Top of EXERCISE INPUT
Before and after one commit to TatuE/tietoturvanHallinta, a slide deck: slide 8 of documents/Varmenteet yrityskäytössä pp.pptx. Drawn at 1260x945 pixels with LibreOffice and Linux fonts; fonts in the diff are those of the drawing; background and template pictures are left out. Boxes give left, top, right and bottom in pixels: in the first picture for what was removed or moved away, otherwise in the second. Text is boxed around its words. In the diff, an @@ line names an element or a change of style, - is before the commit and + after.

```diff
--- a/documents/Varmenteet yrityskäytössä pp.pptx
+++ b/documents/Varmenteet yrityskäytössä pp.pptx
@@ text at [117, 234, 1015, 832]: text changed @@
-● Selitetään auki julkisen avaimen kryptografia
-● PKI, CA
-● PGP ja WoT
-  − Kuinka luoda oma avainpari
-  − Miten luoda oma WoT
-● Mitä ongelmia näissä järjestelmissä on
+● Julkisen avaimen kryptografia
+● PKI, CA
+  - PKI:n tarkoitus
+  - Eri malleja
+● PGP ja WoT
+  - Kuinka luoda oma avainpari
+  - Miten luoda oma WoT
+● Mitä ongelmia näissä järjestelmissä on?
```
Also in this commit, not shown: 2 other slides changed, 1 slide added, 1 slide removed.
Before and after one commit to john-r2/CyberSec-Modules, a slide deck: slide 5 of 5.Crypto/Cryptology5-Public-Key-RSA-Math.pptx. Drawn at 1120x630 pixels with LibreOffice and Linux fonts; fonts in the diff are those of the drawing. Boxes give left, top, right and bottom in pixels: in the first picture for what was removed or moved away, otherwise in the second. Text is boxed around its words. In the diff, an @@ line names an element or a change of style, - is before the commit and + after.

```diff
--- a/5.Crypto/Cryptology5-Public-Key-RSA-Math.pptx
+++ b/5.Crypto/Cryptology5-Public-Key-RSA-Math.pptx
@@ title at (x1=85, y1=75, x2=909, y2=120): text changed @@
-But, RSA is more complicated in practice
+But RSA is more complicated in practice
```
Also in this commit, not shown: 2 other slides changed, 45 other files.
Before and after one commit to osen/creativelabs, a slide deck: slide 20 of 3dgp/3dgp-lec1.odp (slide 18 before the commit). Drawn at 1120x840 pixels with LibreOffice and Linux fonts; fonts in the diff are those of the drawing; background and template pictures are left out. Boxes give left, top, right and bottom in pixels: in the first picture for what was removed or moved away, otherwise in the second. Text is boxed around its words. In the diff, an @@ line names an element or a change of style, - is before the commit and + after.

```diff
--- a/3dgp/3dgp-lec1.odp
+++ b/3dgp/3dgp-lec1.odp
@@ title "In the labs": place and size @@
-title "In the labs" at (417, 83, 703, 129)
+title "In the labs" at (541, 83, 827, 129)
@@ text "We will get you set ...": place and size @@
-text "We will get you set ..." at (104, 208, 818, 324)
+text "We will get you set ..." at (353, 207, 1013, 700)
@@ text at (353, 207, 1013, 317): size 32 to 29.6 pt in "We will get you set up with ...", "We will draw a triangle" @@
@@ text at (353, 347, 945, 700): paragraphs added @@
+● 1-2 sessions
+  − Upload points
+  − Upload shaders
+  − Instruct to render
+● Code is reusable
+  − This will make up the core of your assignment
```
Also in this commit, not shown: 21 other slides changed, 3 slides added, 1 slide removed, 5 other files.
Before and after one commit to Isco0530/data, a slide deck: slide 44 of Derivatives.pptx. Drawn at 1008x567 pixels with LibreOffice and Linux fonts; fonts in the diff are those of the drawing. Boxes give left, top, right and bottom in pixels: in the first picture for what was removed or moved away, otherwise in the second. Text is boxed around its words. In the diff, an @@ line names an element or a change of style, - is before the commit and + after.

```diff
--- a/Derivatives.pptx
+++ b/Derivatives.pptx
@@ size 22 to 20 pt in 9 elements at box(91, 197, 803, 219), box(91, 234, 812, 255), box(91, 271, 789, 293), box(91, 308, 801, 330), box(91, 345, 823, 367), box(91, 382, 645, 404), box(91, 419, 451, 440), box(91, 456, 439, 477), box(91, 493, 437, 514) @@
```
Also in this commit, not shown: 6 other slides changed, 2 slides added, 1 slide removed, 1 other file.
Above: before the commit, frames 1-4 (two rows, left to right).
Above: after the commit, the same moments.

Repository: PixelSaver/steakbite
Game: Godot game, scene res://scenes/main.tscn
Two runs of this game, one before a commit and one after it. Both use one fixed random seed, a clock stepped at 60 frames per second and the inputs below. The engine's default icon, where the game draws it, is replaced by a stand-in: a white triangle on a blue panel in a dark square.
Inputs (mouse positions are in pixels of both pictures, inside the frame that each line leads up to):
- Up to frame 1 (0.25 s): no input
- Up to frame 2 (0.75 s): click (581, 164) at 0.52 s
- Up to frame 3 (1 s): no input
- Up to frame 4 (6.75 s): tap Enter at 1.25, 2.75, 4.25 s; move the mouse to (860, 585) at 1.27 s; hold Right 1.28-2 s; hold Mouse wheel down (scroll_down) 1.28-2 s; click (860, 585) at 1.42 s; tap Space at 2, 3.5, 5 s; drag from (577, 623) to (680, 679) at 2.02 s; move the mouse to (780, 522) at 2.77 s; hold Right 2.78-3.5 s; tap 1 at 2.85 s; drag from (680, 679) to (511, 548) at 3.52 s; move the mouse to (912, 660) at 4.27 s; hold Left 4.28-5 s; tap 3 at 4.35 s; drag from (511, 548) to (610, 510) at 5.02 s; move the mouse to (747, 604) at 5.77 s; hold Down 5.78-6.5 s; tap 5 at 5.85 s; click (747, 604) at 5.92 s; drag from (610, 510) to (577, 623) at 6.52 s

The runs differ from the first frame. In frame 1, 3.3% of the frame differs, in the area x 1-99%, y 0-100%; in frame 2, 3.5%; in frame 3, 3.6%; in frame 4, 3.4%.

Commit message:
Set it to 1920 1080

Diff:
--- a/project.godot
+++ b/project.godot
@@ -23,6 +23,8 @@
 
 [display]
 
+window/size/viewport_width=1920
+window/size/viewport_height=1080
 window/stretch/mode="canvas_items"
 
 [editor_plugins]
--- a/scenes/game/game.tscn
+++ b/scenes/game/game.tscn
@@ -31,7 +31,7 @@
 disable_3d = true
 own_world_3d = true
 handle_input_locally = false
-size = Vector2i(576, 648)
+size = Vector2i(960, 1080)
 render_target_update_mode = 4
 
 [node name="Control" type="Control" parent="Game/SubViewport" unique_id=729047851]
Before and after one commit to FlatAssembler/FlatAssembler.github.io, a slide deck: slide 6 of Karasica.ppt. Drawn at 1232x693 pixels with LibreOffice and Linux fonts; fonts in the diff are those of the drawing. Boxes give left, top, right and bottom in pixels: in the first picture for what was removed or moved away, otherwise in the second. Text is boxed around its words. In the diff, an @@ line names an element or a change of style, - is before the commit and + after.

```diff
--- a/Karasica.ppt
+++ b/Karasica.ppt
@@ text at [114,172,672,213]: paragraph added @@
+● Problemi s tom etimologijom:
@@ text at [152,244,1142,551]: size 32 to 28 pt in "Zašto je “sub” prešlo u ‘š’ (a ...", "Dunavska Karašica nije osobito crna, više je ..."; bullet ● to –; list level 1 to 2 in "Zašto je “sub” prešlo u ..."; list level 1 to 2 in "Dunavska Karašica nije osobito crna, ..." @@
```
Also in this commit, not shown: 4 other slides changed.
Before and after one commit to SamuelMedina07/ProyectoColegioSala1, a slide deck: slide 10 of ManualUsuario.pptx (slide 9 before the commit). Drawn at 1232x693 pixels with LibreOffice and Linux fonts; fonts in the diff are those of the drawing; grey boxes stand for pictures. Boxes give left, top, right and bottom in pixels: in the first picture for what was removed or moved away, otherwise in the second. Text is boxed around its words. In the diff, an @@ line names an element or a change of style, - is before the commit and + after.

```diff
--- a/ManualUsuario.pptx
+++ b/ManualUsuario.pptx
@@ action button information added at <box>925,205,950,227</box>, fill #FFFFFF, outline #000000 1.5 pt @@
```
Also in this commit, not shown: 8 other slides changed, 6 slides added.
Bottom of EXERCISE INPUT
**ACTIVITY**:
In the listing above, each line with the word "frames" is to be copied out.

**SOLUTION BELOW**:
Above: before the commit, frames 1-4 (two rows, left to right).
Two runs of this game, one before a commit and one after it. Both use one fixed random seed, a clock stepped at 60 frames per second and the inputs below. The engine's default icon, where the game draws it, is replaced by a stand-in: a white triangle on a blue panel in a dark square.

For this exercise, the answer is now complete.